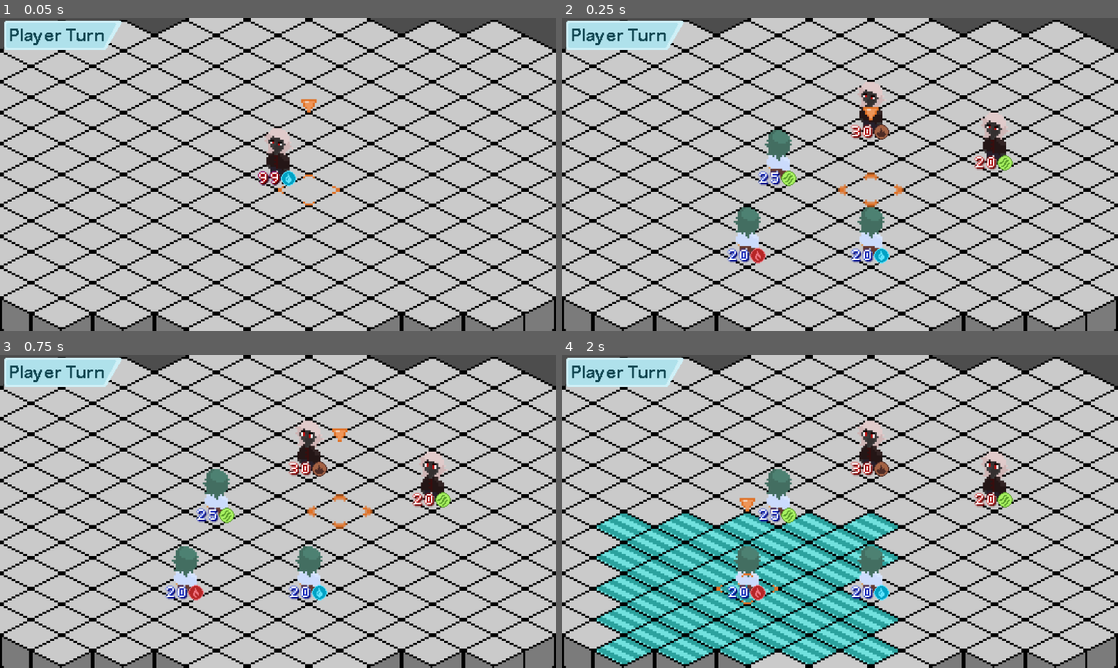
Above: before the commit, frames 1-4 (two rows, left to right).
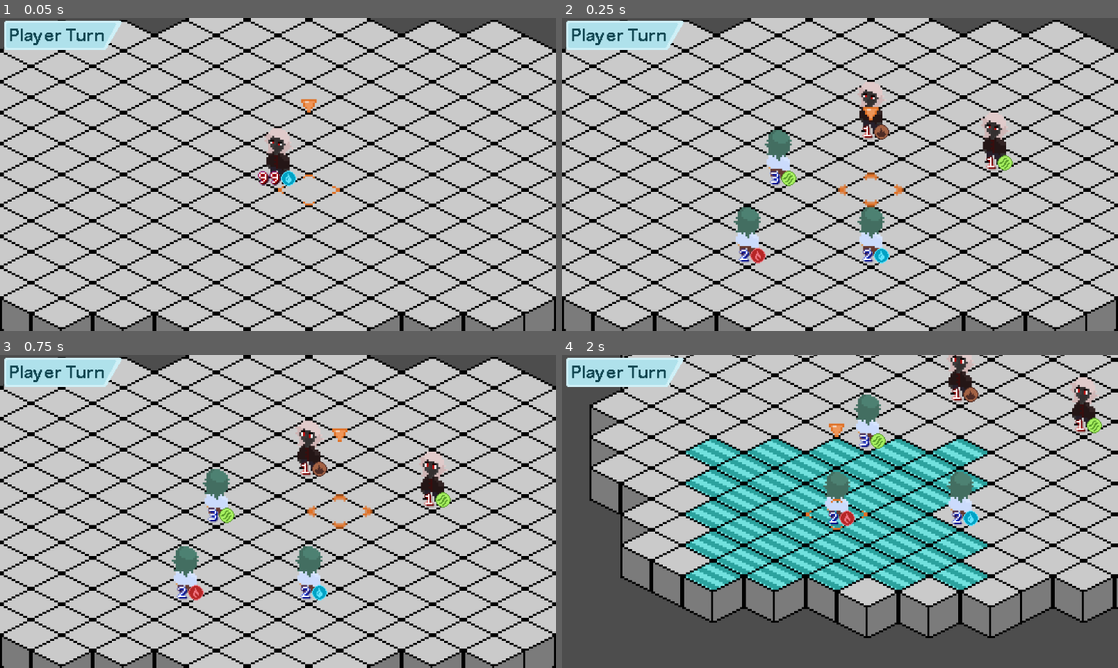
Above: after the commit, the same moments.

Repository: doccsoccs/IGME560
Game: Godot game, scene res://Scenes/TestScene.tscn
The game is run twice, just before and just after one commit, with the same random seed, the same clock (stepped at 60 frames per second) and the same inputs.
Inputs:
- Up to frame 1 (0.05 s): no input
- Up to frame 2 (0.25 s): no input
- Up to frame 3 (0.75 s): hold W (Up) from 0.53 s (still down); hold Z (Select) from 0.53 s (still down)
- Up to frame 4 (2 s): keep holding W (Up); tap 0 (TOGGLETURN) at 0.8, 1.35 s; release Z (Select) at 1.28 s; tap Z (Select) at 1.55 s

Frame 1 is identical in both runs. In frame 2, 0.6% of the frame differs, in the area x 29-79%, y 34-79%; in frame 3, 0.6%; in frame 4, 68%, in the area x 0-100%, y 0-100%.

Commit message:
added results page, unit toggle controls, and camera controls

Diff:
--- a/Scenes/TestScene.tscn
+++ b/Scenes/TestScene.tscn
@@ -1,6 +1,7 @@
-[gd_scene load_steps=6 format=3 uid="uid://dgtbry5fdan2a"]
+[gd_scene load_steps=7 format=3 uid="uid://dgtbry5fdan2a"]
 
 [ext_resource type="PackedScene" uid="uid://ctyihjdd4iuu3" path="res://Prefabs/isometric_grid.tscn" id="1_kp62l"]
+[ext_resource type="Script" path="res://Scripts/camera.gd" id="1_oxpts"]
 [ext_resource type="PackedScene" uid="uid://beifeixysoyl6" path="res://Prefabs/default_character.tscn" id="2_7tmfy"]
 [ext_resource type="PackedScene" uid="uid://j6vjnimften5" path="res://Prefabs/game_canvas.tscn" id="2_jdr02"]
 [ext_resource type="Script" path="res://Scripts/unit_manager.gd" id="2_yq4tw"]
@@ -8,8 +9,10 @@
 
 [node name="TestScene" type="Node2D"]
 
-[node name="Camera2D" type="Camera2D" parent="."]
+[node name="CameraComponent" type="Camera2D" parent="."]
 zoom = Vector2(4, 4)
+position_smoothing_enabled = true
+script = ExtResource("1_oxpts")
 
 [node name="IsometricGrid" parent="." groups=["TILEMAP"] instance=ExtResource("1_kp62l")]
 layer_0/tile_data = PackedInt32Array(-2, 196608, 0, 65534, 196608, 0, 131070, 196608, 0, -1, 196608, 0, 65535, 196608,  …(3476 unchanged characters)…
@@ -24,9 +27,10 @@
 [node name="UnitManager" type="Node2D" parent="." groups=["UnitManager"]]
 y_sort_enabled = true
 script = ExtResource("2_yq4tw")
-ai_type = 2
+ai_type = 1
 
 [node name="DefaultCharacter" parent="UnitManager" instance=ExtResource("2_7tmfy")]
+max_hp = 2
 type = 2
 attack_path = "res://Attack Patterns/calamity.txt"
 attack_base_power = 100
@@ -35,6 +39,7 @@
 start_facing = 1
 
 [node name="DefaultCharacter2" parent="UnitManager" instance=ExtResource("2_7tmfy")]
+max_hp = 2
 attack = 55
 defense = 30
 attack_path = "res://Attack Patterns/slash.txt"
@@ -43,7 +48,7 @@
 start_facing = 1
 
 [node name="DefaultCharacter3" parent="UnitManager" instance=ExtResource("2_7tmfy")]
-max_hp = 25
+max_hp = 3
 attack = 57
 type = 3
 attack_path = "res://Attack Patterns/calamity.txt"
@@ -53,6 +58,7 @@
 start_facing = 1
 
 [node name="EnemyCharacter" parent="UnitManager" instance=ExtResource("4_yn31t")]
+max_hp = 1
 type = 3
 attack_path = "res://Attack Patterns/ember.txt"
 attack_base_power = 80
@@ -60,7 +66,7 @@
 start_tile = Vector2i(1, -3)
 
 [node name="EnemyCharacter2" parent="UnitManager" instance=ExtResource("4_yn31t")]
-max_hp = 30
+max_hp = 1
 range_stat = 3
 attack = 60
 defense = 60
--- /dev/null
+++ b/Scenes/results.tscn
@@ -0,0 +1,70 @@
+[gd_scene load_steps=5 format=3 uid="uid://bvuu0yoh18ios"]
+
+[ext_resource type="Script" path="res://Scripts/results.gd" id="1_32upa"]
+[ext_resource type="FontFile" uid="uid://c4aoq70jhlfo" path="res://Sprites/UI/dogica/TTF/dogica.ttf" id="1_lgqny"]
+
+[sub_resource type="LabelSettings" id="LabelSettings_6rcmj"]
+font = ExtResource("1_lgqny")
+font_size = 64
+outline_size = 2
+outline_color = Color(0, 0, 0, 1)
+shadow_size = 8
+shadow_color = Color(0, 0, 0, 0.941176)
+
+[sub_resource type="LabelSettings" id="LabelSettings_1g2t6"]
+font = ExtResource("1_lgqny")
+font_size = 32
+
+[node name="Results" type="CanvasLayer"]
+script = ExtResource("1_32upa")
+
+[node name="ColorRect" type="ColorRect" parent="."]
+anchors_preset = 15
+anchor_right = 1.0
+anchor_bottom = 1.0
+grow_horizontal = 2
+grow_vertical = 2
+color = Color(0, 0.356863, 0.364706, 1)
+
+[node name="Header" type="Label" parent="."]
+anchors_preset = 10
+anchor_right = 1.0
+offset_bottom = 133.0
+grow_horizontal = 2
+text = "RESULTS"
+label_settings = SubResource("LabelSettings_6rcmj")
+horizontal_alignment = 1
+vertical_alignment = 1
+
+[node name="WonLostLabel" type="Label" parent="."]
+anchors_preset = 10
+anchor_right = 1.0
+offset_top = 392.0
+offset_bottom = 525.0
+grow_horizontal = 2
+text = "Enemies: Lost"
+label_settings = SubResource("LabelSettings_6rcmj")
+horizontal_alignment = 1
+vertical_alignment = 1
+
+[node name="DamageLabel" type="Label" parent="."]
+anchors_preset = 10
+anchor_right = 1.0
+offset_top = 127.0
+offset_bottom = 260.0
+grow_horizontal = 2
+text = "Total Enemy Damage = 0"
+label_settings = SubResource("LabelSettings_1g2t6")
+horizontal_alignment = 1
+vertical_alignment = 1
+
+[node name="UnitsKilledLabel" type="Label" parent="."]
+anchors_preset = 10
+anchor_right = 1.0
+offset_top = 195.0
+offset_bottom = 328.0
+grow_horizontal = 2
+text = "Player Units Killed = 0"
+label_settings = SubResource("LabelSettings_1g2t6")
+horizontal_alignment = 1
+vertical_alignment = 1
--- a/Scripts/ENEMY_AI.gd
+++ /dev/null
@@ -1,11 +0,0 @@
-extends Node
-class_name EnemyUnit
-
-var move_dictionary: Dictionary
-
-# Create commands/actions/queries for the following:
-# - Determine a unit's attack range (UNIT MANAGER)
-# - Is a player unit in attack range? (ENEMY AI)
-# - Determine the best position to move to (ENEMY AI)
-# -
-# -
--- /dev/null
+++ b/Scripts/camera.gd
@@ -0,0 +1,43 @@
+extends Camera2D
+
+const camera_range: int = 2
+var camera_tile: Vector2i = Vector2i.ZERO
+
+@export var camera_start_tile: Vector2i = Vector2i.ZERO
+@onready var grid = $"../IsometricGrid"
+
+func _ready():
+	camera_tile = camera_start_tile
+
+func move_camera(tile: Vector2i):
+	camera_tile = tile
+	position = map_to_loc(tile)
+
+func update_camera(tile: Vector2i):
+	if camera_tile.x + camera_range < tile.x:
+		var diff: int = abs((camera_tile.x + camera_range) - tile.x)
+		camera_tile.x += diff
+		position = map_to_loc(camera_tile)
+
+	elif camera_tile.x - camera_range > tile.x:
+		var diff: int = abs((camera_tile.x - camera_range) - tile.x)
+		camera_tile.x -= diff
+		position = map_to_loc(camera_tile)
+
+	if camera_tile.y + camera_range < tile.y:
+		var diff: int = abs((camera_tile.y + camera_range) - tile.y)
+		camera_tile.y += diff
+		position = map_to_loc(camera_tile)
+
+	elif camera_tile.y - camera_range > tile.y:
+		var diff: int = abs((camera_tile.y - camera_range) - tile.y)
+		camera_tile.y -= diff
+		position = map_to_loc(camera_tile)
+
+
+# Shortcut for map -> local conversion
+func map_to_loc(tile: Vector2i) -> Vector2:
+	return grid.map_to_local(tile)
+# Shortcut for local -> map conversion
+func loc_to_map(pos: Vector2) -> Vector2i:
+	return grid.local_to_map(pos)
--- a/Scripts/grid_controller.gd
+++ b/Scripts/grid_controller.gd
@@ -9,6 +9,7 @@
 const selector_source: int = 3
 const init_selector_pos: Vector2i = Vector2i(0,0)
 var current_selector_pos: Vector2i
+var toggle_index: int = 0
 #endregion
 
 #region HIGHLIGHT TILE VARIABLES
@@ -60,7 +61,8 @@
 # Sound Effects
 @onready var move_selector_sfx = $MoveSelectorSFX
 
-# References
+# MISC References
+@onready var camera_component = $"../CameraComponent"
 @onready var game_canvas = $"../GameCanvas"
 var unit_manager
 
@@ -87,6 +89,30 @@
 
 # Input Events
 func _input(event):
+	# Toggle Between Player Units (RIGHT)
+	if event.is_action_pressed("ToggleUnitRight") and current_ctrl_mode == control_mode.free \
+	and selected_unit == null:
+		if hovered_unit == null or unit_manager.player_units.size() == toggle_index + 1:
+			toggle_index = 0
+		elif unit_manager.player_units.size() > toggle_index + 1:
+			toggle_index += 1
+		hovered_unit = unit_manager.player_units[toggle_index]
+		camera_component.move_camera(hovered_unit.current_tile)
+		move_selector(hovered_unit.current_tile)
+		hovered_unit = unit_manager.player_units[toggle_index]
+
+	# Toggle Between Player Units (LEFT)
+	if event.is_action_pressed("ToggleUnitLeft") and current_ctrl_mode == control_mode.free \
+	and selected_unit == null:
+		if hovered_unit == null or toggle_index - 1 < 0:
+			toggle_index = unit_manager.player_units.size() - 1
+		elif toggle_index - 1 >= 0:
+			toggle_index -= 1
+		hovered_unit = unit_manager.player_units[toggle_index]
+		camera_component.move_camera(hovered_unit.current_tile)
+		move_selector(hovered_unit.current_tile)
+		hovered_unit = unit_manager.player_units[toggle_index]
+
 	# SELECT - SELECT UNIT
 	if event.is_action_pressed("Select") and hovered_unit != null and selected_unit == null \
 	and current_ctrl_mode == control_mode.free:
@@ -123,6 +149,7 @@
 		selected_unit.action_buttons.set_invisible_after_time(0)
 		selected_unit.move_to(selected_unit.prev_tile)
 		selected_unit.current_tile = selected_unit.prev_tile
+		camera_component.move_camera(selected_unit.current_tile)
 		move_selector(selected_unit.current_tile)
 		redraw_move_tiles()
 
@@ -203,6 +230,7 @@
 		for unit in unit_manager.player_units:
 			unit.init_for_new_round()
 		current_ctrl_mode = control_mode.free
+		camera_component.move_camera(unit_manager.player_units[0].current_tile)
 		move_selector(unit_manager.player_units[0].current_tile)
 
 # Moves the selector to a new position and deletes the old tile
@@ -223,6 +251,9 @@
 		# Only check for potential selections while not selecting something
 		else:
 			check_for_selections()
+
+	# Moves the camera if necessary
+	camera_component.update_camera(current_selector_pos)
 
 # Hides the selector while not in free control mode
 func hide_selector():
@@ -393,12 +424,13 @@
 				unit.take_damage(unit_manager.calc_damage(selected_unit, unit), selected_unit.attack_type)
 
 			else: # ENEMY CASE
-				unit.take_damage(unit_manager.calc_damage(unit_override, unit), unit_override.attack_type)
+				unit.take_damage(unit_manager.calc_damage(unit_override, unit), unit_override.attack_type, true)
 
 	# Await damage particles and hp anim to finish
 	# then clear attack highlights and end turn
 	delete_attack_tiles()
 
+	await get_tree().create_timer(1.2).timeout
 	if unit_override == null: # PLAYER CASE
 		selected_unit.end_turn()
 	else: # ENEMY CASE
@@ -528,7 +560,7 @@
 func handle_end_turn():
 	if selected_unit != null:
 		current_ctrl_mode = control_mode.free
-		move_selector(selected_unit.current_tile)
+		#move_selector(selected_unit.current_tile)
 		deselect_unit(selected_unit)
 
 # Sets the controller's control mode
--- a/Scripts/player_unit.gd
+++ b/Scripts/player_unit.gd
@@ -38,7 +38,8 @@
 	selected,
 	moving,
 	select_action,
-	expended
+	expended,
+	dead
 }
 
 enum anim_state{
@@ -83,6 +84,8 @@
 var current_game_state: game_state
 const initial_game_state: game_state = game_state.waiting
 const initial_anim: anim_state = anim_state.idle
+
+var results_scene = preload("res://Scenes/results.tscn")
 
 @onready var anim_player = $AnimationPlayer
 @onready var select_key = $SelectKeyIndicator
@@ -161,17 +164,24 @@
 	self_modulate = Color.WHITE
 
 # Called when this unit takes damage from an attack
-func take_damage(damage: int, damage_type: typing):
+func take_damage(damage: int, damage_type: typing, enemy_is_attacker: bool = false):
 	particle_manager.emit_particles(damage_type)
 	hp -= damage
+
+	# Update result tracker accordingly
+	if enemy_is_attacker:
+		ResultsTracker.total_enemy_damage += damage
+
 	if hp <= 0:
 		hp = 0
+		die()
 	health_label.text = str(hp)
 
 # Inform manager to change control mode to ATTACKING
 # Project an attack
 func show_attack():
 	manager.grid.attack_patterns = get_attack_patterns()
+	manager.grid.camera_component.move_camera(current_tile)
 
 	if is_player: # Player Case
 		manager.grid.current_ctrl_mode = manager.grid.control_mode.attacking
@@ -424,6 +434,27 @@
 		current_facing_state = facing_state.up
 		flip_h = true
 
+# Handle the death of a given unit
+func die():
+	# Update result tracker accordingly
+	if is_player:
+		ResultsTracker.total_enemy_kills += 1
+
+	await get_tree().create_timer(1.75).timeout
+	current_game_state = game_state.dead
+	if is_player:
+		manager.player_units.erase(self)
+		if manager.player_units.size() == 0:
+			await get_tree().create_timer(1.0).timeout
+			get_tree().change_scene_to_packed(results_scene)
+	else:
+		manager.enemy_units.erase(self)
+		if manager.enemy_units.size() == 0:
+			await get_tree().create_timer(1.0).timeout
+			get_tree().change_scene_to_packed(results_scene)
+	visible = false
+	manager.units.erase(self)
+
 # Shortcut for map -> local conversion
 func map_to_loc(tile: Vector2i) -> Vector2:
 	return manager.grid.map_to_local(tile)
--- /dev/null
+++ b/Scripts/results.gd
@@ -0,0 +1,20 @@
+extends CanvasLayer
+
+@onready var outcome_label = $WonLostLabel
+@onready var damage_label = $DamageLabel
+@onready var units_killed_label = $UnitsKilledLabel
+
+const win_message: String = "Enemies: Lost"
+const lose_message: String = "Enemies: Won"
+
+func _ready():
+	set_results()
+
+func set_results():
+	if ResultsTracker.enemies_won:
+		outcome_label.text = lose_message
+	else:
+		outcome_label.text = win_message
+
+	damage_label.text = "Total Enemy Damage = " + str(ResultsTracker.total_enemy_damage)
+	units_killed_label.text = "Player Units Killed = " + str(ResultsTracker.total_enemy_kills)
--- /dev/null
+++ b/Scripts/results_tracker.gd
@@ -0,0 +1,6 @@
+extends Node
+
+# Data saved for results page
+var total_enemy_damage: int = 0
+var total_enemy_kills: int = 0
+var enemies_won: bool = false
--- a/Scripts/unit_manager.gd
+++ b/Scripts/unit_manager.gd
@@ -128,6 +128,9 @@
 	if player_turn:
 		for unit in player_units:
 			if unit.current_game_state != unit.game_state.expended:
+				await get_tree().create_timer(1.0).timeout
+				grid.camera_component.move_camera(unit.current_tile)
+				grid.move_selector(unit.current_tile)
 				return
 
 		# If all units are expended, switch turns
@@ -138,6 +141,7 @@
 
 	# Checks during enemy turn
 	else:
+		await get_tree().create_timer(1.0).timeout
 		emit_signal("enemy_finished_move")
 		for unit in enemy_units:
 			if unit.current_game_state != unit.game_state.expended:
@@ -148,6 +152,8 @@
 func next_enemy_move():
 	await get_tree().create_timer(1.2).timeout
 	for enemy in enemy_units:
+		grid.camera_component.move_camera(enemy.current_tile)
+		await get_tree().create_timer(0.5).timeout
 		if enemy.current_game_state != enemy.game_state.expended:
 			# Retrieves a dictionary of potential movements the enemy can take
 			# Contains the details for attacking in a given direction
@@ -178,7 +184,7 @@
 				attack_direction)
 
 			await enemy_finished_move
-			await get_tree().create_timer(1.0).timeout
+			await get_tree().create_timer(1.5).timeout
 
 # Returns a dictionary containing a set of tiles a given unit can reach
 # tile keys link to an int array containing data used to make optimal decisions.
@@ -365,7 +371,7 @@
 	var random_tile: Vector2i = move_dict.keys()[0]
 	var random_direction: int = -1
 
-	random_tile = move_dict.keys()[randi_range(0,move_dict.size())]
+	random_tile = move_dict.keys()[randi_range(0,move_dict.size() - 1)]
 	random_direction = randi_range(-1,3)
 
 	random_move.push_back(random_tile)
--- a/project.godot
+++ b/project.godot
@@ -22,6 +22,7 @@
 [autoload]
 
 Commands="*res://Scripts/commands.gd"
+ResultsTracker="*res://Scripts/results_tracker.gd"
 
 [display]
 
@@ -77,6 +78,16 @@
 "events": [Object(InputEventKey,"resource_local_to_scene":false,"resource_name":"","device":-1,"window_id":0,"alt_pressed":false,"shift_pressed":false,"ctrl_pressed":false,"meta_pressed":false,"pressed":false,"keycode":0,"physical_keycode":48,"key_label":0,"unicode":48,"echo":false,"script":null)
 ]
 }
+ToggleUnitLeft={
+"deadzone": 0.5,
+"events": [null, Object(InputEventKey,"resource_local_to_scene":false,"resource_name":"","device":-1,"window_id":0,"alt_pressed":false,"shift_pressed":false,"ctrl_pressed":false,"meta_pressed":false,"pressed":false,"keycode":0,"physical_keycode":91,"key_label":0,"unicode":91,"echo":false,"script":null)
+]
+}
+ToggleUnitRight={
+"deadzone": 0.5,
+"events": [Object(InputEventKey,"resource_local_to_scene":false,"resource_name":"","device":-1,"window_id":0,"alt_pressed":false,"shift_pressed":false,"ctrl_pressed":false,"meta_pressed":false,"pressed":false,"keycode":0,"physical_keycode":93,"key_label":0,"unicode":93,"echo":false,"script":null)
+]
+}
 
 [rendering]

▶ **Exercise brief**: From the records above, pull every line that carries the word "keys".

▶ **Result for this task**:
 # tile keys link to an int array containing data used to make optimal decisions.
 	var random_tile: Vector2i = move_dict.keys()[0]
-	random_tile = move_dict.keys()[randi_range(0,move_dict.size())]
+	random_tile = move_dict.keys()[randi_range(0,move_dict.size() - 1)]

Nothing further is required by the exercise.